Edge AI on embedded devices spans three distinct tiers, each with different BOM, power, and engineering implications.

Everyone wants edge AI on their device. The board asks about it. Product wants it because competitors mention it. Marketing wants it for the press release.

Then the CTO has to figure out whether it’s actually worth doing, and what it costs in BOM, firmware complexity, timeline, and long-term maintenance.

We’ve had this conversation a dozen times in the past year. A client says “we want AI on the device.” Sometimes it makes sense. Sometimes it would add €8 to the BOM, 6 months to the timeline, and solve a problem that a well-tuned threshold algorithm handles just fine.

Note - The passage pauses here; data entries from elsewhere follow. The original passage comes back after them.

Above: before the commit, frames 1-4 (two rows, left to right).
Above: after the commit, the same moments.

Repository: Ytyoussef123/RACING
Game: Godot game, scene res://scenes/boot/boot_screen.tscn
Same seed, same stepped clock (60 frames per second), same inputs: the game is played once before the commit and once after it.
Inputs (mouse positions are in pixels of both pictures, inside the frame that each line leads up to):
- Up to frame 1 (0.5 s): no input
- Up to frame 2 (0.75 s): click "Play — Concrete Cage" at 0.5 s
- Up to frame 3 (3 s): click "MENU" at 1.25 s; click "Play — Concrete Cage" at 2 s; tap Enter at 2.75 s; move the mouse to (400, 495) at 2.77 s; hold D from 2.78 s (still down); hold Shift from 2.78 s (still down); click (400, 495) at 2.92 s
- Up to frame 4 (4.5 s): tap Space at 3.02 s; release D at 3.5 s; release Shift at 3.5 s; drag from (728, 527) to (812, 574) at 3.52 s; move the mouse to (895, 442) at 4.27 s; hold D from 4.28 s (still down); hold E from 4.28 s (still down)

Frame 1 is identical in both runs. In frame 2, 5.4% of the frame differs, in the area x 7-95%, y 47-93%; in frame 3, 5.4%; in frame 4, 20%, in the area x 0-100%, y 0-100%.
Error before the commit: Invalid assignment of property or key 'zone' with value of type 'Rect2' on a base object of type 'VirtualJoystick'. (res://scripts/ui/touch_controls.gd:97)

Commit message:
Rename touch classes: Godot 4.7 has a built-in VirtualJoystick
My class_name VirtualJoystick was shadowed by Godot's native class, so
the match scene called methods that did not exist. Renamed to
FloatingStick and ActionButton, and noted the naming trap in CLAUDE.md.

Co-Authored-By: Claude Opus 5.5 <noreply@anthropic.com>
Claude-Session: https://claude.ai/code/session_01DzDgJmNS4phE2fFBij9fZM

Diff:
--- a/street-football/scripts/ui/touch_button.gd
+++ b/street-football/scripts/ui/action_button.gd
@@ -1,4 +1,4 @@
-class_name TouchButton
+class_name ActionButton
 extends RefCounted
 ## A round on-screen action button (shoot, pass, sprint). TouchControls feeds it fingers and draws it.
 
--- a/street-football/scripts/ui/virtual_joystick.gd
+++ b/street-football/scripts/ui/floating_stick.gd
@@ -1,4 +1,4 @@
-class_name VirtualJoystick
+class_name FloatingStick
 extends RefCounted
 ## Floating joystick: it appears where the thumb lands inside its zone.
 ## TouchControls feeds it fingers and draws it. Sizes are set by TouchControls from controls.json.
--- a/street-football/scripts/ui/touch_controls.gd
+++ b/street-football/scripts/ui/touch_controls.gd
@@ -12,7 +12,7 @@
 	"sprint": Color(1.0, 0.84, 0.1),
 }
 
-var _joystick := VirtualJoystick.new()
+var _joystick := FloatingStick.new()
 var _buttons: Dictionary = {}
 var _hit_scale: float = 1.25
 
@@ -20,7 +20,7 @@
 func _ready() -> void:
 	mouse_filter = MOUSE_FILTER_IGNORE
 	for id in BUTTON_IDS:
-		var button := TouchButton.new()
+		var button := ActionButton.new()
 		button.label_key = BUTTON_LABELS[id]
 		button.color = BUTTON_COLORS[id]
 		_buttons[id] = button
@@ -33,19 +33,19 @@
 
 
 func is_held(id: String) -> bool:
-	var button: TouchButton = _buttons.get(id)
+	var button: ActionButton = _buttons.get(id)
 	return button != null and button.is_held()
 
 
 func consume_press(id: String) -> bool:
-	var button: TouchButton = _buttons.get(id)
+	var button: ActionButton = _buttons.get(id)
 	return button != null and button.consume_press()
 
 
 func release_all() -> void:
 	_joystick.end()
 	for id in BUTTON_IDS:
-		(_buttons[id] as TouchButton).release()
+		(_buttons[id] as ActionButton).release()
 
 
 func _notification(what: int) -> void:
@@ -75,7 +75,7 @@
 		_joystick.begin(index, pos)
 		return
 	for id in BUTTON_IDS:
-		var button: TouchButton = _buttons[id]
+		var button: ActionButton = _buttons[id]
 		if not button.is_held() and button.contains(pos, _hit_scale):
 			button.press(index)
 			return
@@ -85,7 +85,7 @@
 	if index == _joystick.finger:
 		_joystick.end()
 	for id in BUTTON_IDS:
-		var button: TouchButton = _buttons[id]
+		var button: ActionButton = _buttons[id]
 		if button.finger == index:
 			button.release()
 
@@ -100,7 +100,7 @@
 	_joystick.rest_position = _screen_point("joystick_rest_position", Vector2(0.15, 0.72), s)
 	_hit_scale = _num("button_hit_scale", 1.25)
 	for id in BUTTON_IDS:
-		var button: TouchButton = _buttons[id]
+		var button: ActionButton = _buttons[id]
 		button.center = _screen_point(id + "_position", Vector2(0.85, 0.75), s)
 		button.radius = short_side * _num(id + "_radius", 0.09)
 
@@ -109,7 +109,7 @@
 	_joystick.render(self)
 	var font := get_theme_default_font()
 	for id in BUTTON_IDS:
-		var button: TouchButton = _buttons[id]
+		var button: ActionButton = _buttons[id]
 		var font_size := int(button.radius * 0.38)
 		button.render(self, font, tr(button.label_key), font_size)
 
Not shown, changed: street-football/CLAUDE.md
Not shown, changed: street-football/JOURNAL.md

This is the decision framework we use internally when a client asks whether on-device inference is the right call for their product.

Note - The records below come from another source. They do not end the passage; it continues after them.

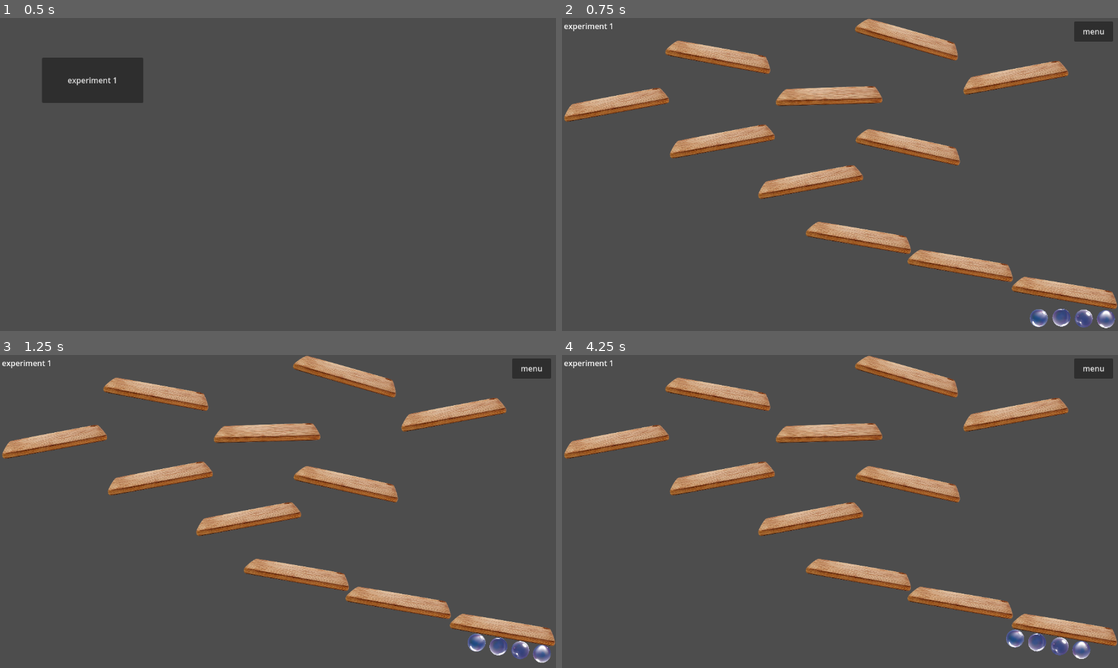
Above: before the commit, frames 1-4 (two rows, left to right).
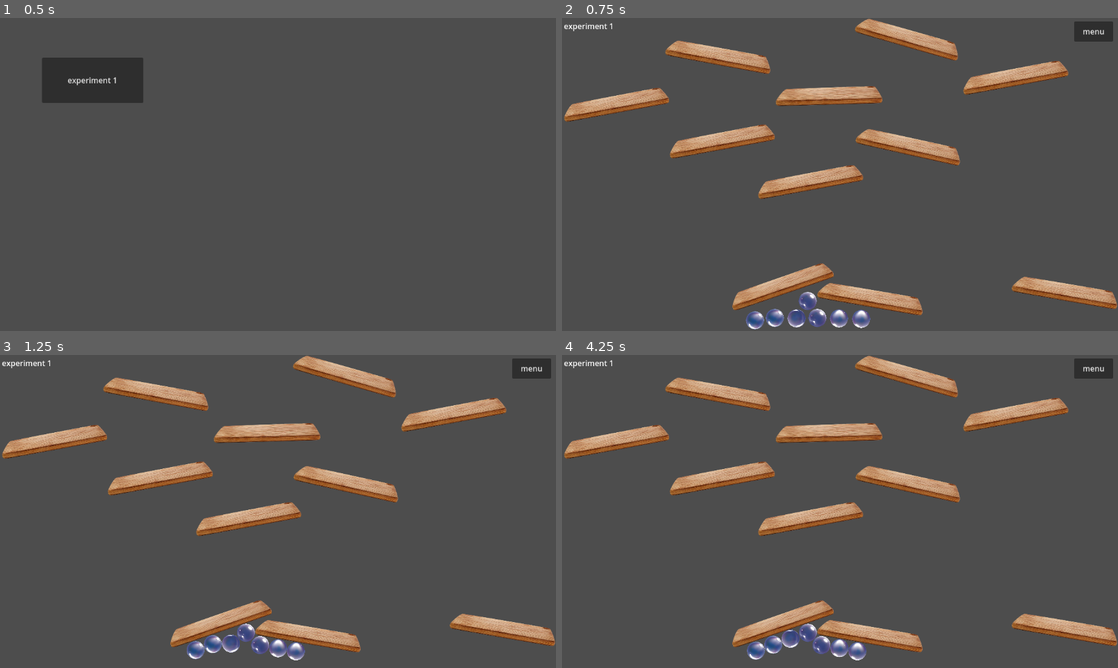
Above: after the commit, the same moments.

Repository: outrightmental/ggj25-bubble-up
Game: Godot game, scene res://scenes/main.tscn
Same seed, same stepped clock (60 frames per second), same inputs: the game is played once before the commit and once after it.
Inputs:
- Up to frame 1 (0.5 s): no input
- Up to frame 2 (0.75 s): click "experiment 1" at 0.5 s
- Up to frame 3 (1.25 s): no input
- Up to frame 4 (4.25 s): click "menu" at 1.25 s; click "experiment 1" at 2 s

Frame 1 is identical in both runs. In frame 2, 5.7% of the frame differs, in the area x 30-100%, y 65-100%; in frame 3, 5.6%; in frame 4, 5.7%.

Commit message:
checkpoint

Diff:
--- a/project/scenes/experiment_1/board/board.tscn
+++ b/project/scenes/experiment_1/board/board.tscn
@@ -1,11 +1,11 @@
-[gd_scene load_steps=2 format=3 uid="uid://d4cmqk53ynl56"]
+[gd_scene load_steps=3 format=3 uid="uid://d4cmqk53ynl56"]
 
 [ext_resource type="Texture2D" uid="uid://do8ueajwct3ud" path="res://assets/board.png" id="1_hd0ap"]
+[ext_resource type="Script" path="res://scenes/experiment_1/board/board.gd" id="1_hdwxx"]
 
-[node name="RigidBody2D" type="RigidBody2D"]
-mass = 1.087
-lock_rotation = true
-freeze = true
+[node name="RigidBody2D" type="CharacterBody2D"]
+motion_mode = 1
+script = ExtResource("1_hdwxx")
 
 [node name="CollisionPolygon2D" type="CollisionPolygon2D" parent="."]
 position = Vector2(-0.724915, 1.62982)
--- a/project/scenes/experiment_1/bubble/bubble.tscn
+++ b/project/scenes/experiment_1/bubble/bubble.tscn
@@ -11,7 +11,7 @@
 
 [node name="Bubble" type="RigidBody2D"]
 physics_material_override = SubResource("PhysicsMaterial_n8s3h")
-gravity_scale = -0.15
+gravity_scale = -0.25
 script = ExtResource("1_a2r14")
 
 [node name="CollisionShape2D" type="CollisionShape2D" parent="."]
--- a/project/scenes/experiment_1/experiment_1.tscn
+++ b/project/scenes/experiment_1/experiment_1.tscn
@@ -21,11 +21,11 @@
 rotation = 0.173615
 
 [node name="board2" parent="." instance=ExtResource("2_c1pti")]
-position = Vector2(828, 510)
-rotation = 0.173615
+position = Vector2(455, 553)
+rotation = -0.328467
 
 [node name="board3" parent="." instance=ExtResource("2_c1pti")]
-position = Vector2(617, 452)
+position = Vector2(641, 579)
 rotation = 0.173615
 
 [node name="board4" parent="." instance=ExtResource("2_c1pti")]
@@ -61,18 +61,29 @@
 rotation = 0.281566
 
 [node name="Bubble" parent="." instance=ExtResource("1_wrxr2")]
-position = Vector2(1081, 624)
+position = Vector2(529, 624)
+
+[node name="Bubble7" parent="." instance=ExtResource("1_wrxr2")]
+position = Vector2(509, 589)
 
 [node name="Bubble2" parent="." instance=ExtResource("1_wrxr2")]
-position = Vector2(1127, 625)
+position = Vector2(574, 625)
+variant = 1
+
+[node name="Bubble5" parent="." instance=ExtResource("1_wrxr2")]
+position = Vector2(620, 626)
 variant = 1
 
 [node name="Bubble3" parent="." instance=ExtResource("1_wrxr2")]
-position = Vector2(1035, 622)
+position = Vector2(486, 625)
 variant = 2
 
 [node name="Bubble4" parent="." instance=ExtResource("1_wrxr2")]
-position = Vector2(988, 623)
+position = Vector2(441, 624)
+variant = 3
+
+[node name="Bubble6" parent="." instance=ExtResource("1_wrxr2")]
+position = Vector2(400, 629)
 variant = 3
 
 [node name="Button" type="Button" parent="."]

The Edge AI Spectrum Is Wider Than You Think

“Edge AI” covers everything from a €400 NVIDIA Jetson module to a €2 Cortex-M4. Conflating them is where bad decisions start.

Tier 1, Linux-class (€50–€400+ BOM, 5–60 W) Jetson, Qualcomm RB5, NXP i.MX 8M Plus. Millions of parameters. Computer vision at 30 FPS, multi-camera detection, NLP. Adds 6–12 months to your development timeline.

Tier 2, RTOS-class (€3–€15 BOM, 10–500 mW) STM32N6 (with Neural-ART NPU), Cortex-M55/M85, ESP32-S3. Hundreds of thousands of parameters. Keyword spotting, vibration anomaly detection, simple image classification. Adds 2–4 months.

Tier 3, TinyML (€1–€5 BOM, <10 mW) Cortex-M4, STM32 mainstream lines, Nordic nRF52840 / nRF54L15. Tens of thousands of parameters, INT8 quantized. Sensor fusion, gesture recognition, predictive triggers. Adds 6–12 weeks if the problem is well-scoped.

Most industrial and IoT teams are deciding between Tier 2 and Tier 3. That’s where this guide focuses.

Five Questions Before You Commit to Edge AI

1. Does the problem actually require a learned model?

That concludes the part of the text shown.